# Smooth trot, what can it be from?



## free_sprtd (Oct 18, 2007)

Hhahaha so several people have seen my horse trot and everyone thinks it's a little funny. I don't think he does it all the time, but sometimes it looks like he's almost stiff in the back end or doesn't pick his back legs off very high, either way he has a super smooth trot. He is a mustang. Both his sire and half brother were gaited. I am not saying that he is gaited, but I can't figure out what could be causing him to trot like this. He has no pain or problems in his legs and has always been sound so far. My trainer lady said that it looks almost like his leg or muscles didn't develop right, possibly from malnurisment which would cause kind of the "gimp". what the heck would cause the super smooth barely bouncy trot?

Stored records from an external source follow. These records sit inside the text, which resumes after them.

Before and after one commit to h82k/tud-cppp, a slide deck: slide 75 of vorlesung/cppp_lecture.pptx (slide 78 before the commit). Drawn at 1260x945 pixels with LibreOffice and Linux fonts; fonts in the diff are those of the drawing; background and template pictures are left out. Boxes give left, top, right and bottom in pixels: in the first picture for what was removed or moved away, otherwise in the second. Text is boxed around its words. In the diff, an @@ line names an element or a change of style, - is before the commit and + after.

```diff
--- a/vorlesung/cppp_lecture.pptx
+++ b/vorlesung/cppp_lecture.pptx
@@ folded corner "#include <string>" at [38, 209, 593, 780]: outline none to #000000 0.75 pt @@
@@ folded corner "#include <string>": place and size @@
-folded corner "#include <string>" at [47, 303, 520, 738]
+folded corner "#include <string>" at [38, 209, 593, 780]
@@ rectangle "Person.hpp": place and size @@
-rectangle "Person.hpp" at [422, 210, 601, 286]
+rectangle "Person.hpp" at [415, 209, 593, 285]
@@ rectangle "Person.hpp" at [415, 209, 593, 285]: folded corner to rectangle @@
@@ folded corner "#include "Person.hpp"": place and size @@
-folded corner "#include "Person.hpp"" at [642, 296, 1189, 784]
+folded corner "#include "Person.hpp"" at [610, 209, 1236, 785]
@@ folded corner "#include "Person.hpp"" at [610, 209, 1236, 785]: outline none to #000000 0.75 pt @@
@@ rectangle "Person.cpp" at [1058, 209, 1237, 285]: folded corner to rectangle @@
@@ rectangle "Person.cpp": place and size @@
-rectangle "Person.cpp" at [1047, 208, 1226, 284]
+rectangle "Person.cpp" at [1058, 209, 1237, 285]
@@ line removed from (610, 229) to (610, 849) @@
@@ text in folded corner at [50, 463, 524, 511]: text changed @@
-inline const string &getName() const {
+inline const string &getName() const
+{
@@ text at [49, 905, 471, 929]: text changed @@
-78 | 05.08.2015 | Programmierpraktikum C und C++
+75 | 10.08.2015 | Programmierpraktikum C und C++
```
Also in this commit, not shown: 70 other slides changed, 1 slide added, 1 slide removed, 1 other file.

I really wasn't sure where to put this, so I figured it was about a trot, so riding was fitting.


----------



## xilikeggs0 (Sep 14, 2008)

I've never heard of a gaited mustang...?


----------



## free_sprtd (Oct 18, 2007)

you know a lot of people haven't but I did some research and it turns out that a lot of them do have some sort of extra gait. Something about how in the wild they go over so many different terrains they naturally have it. His sire (kiger mustang) and his half brother were both gaited. I'm going to be so sad if he has a problem with his back legs . Next time we have an appointment, I'm going to bring it up to the vet.


----------



## makin tracks (Jan 25, 2009)

In my experience, the horse that goes along 'flat' i.e. doesn't pick his hocks or knees up high when stepping through, has a very smooth, easy to sit to trot and often canter.

I know a lot of quarter horses who are very easy to sit too because they have the 'flatter' action where as arabians tend to be much more bouncy because of their more extravagant action.


----------



## my2geldings (Feb 18, 2008)

It's to know what's going on without a video. If you can post something it would be nice, make it easier to see where it's coming from.


----------



## free_sprtd (Oct 18, 2007)

Please no critiquing, I know what I was doing wrong, I had soemone go over it with me. Plus it was super windy and it was his first time being ridden outside. 9th ride by the way. sorry if it doesnt show very good, but its the best I have right now.


----------



## my2geldings (Feb 18, 2008)

Well at least it's a video  You know it's hard to say what it really is because the area he is being ridden on, goes from being driveway, to grass to very soft gardening type soil (he is adorable by the way. I love him). By looking at him, to me it does look like it's more a mix of a trot and gaiting. It looks like he can do it but he's not quite doing it. He doesn't look unsound to me or anything along those lines. I think it's just him.

And I think the poor guy was slightly confused as to what he was supposed to be doing, work and things he will learn with time. Are you going to be working with a trainer?


----------



## smrobs (Jul 30, 2008)

He is just adorable. He moves a lot like my gray mustang. I think that gait comes from generations of traveling at a trot over varied terrain and is easier on the horses. I think that a lot of mustangs have gaited horses somewhere in their blood because it was not only qh and tb's that got loose to create the mustang breed. I am sure that there were TWH, Paso finos, and other gaited breeds in there too. I like to think they have the best aspect of every breed all in one horse. He is just too cute. You are doing very well with him.


----------



## free_sprtd (Oct 18, 2007)

thanks guys! Well, I have bounced around with trainers so much, and I have someone who "knows" what they are doing but are very bossy. I don't feel like I am doing a good job at all, I know I have problems with my hands and what now and sending him some confusing cues. That day was just terrible outside lol. I am going to take a few steps back and work on just flexing and giving at a walk in the arena til we get some more control. thanks guys! oh and smrobs I have read that stangs can usually be born gaited. Seriously my tush doesnt leave the seat. And sometimes he does go into a more bouncy trot but it just feels like he is out of control and unbalanced when that happens. Ill try and get a better video. Thanks again!


----------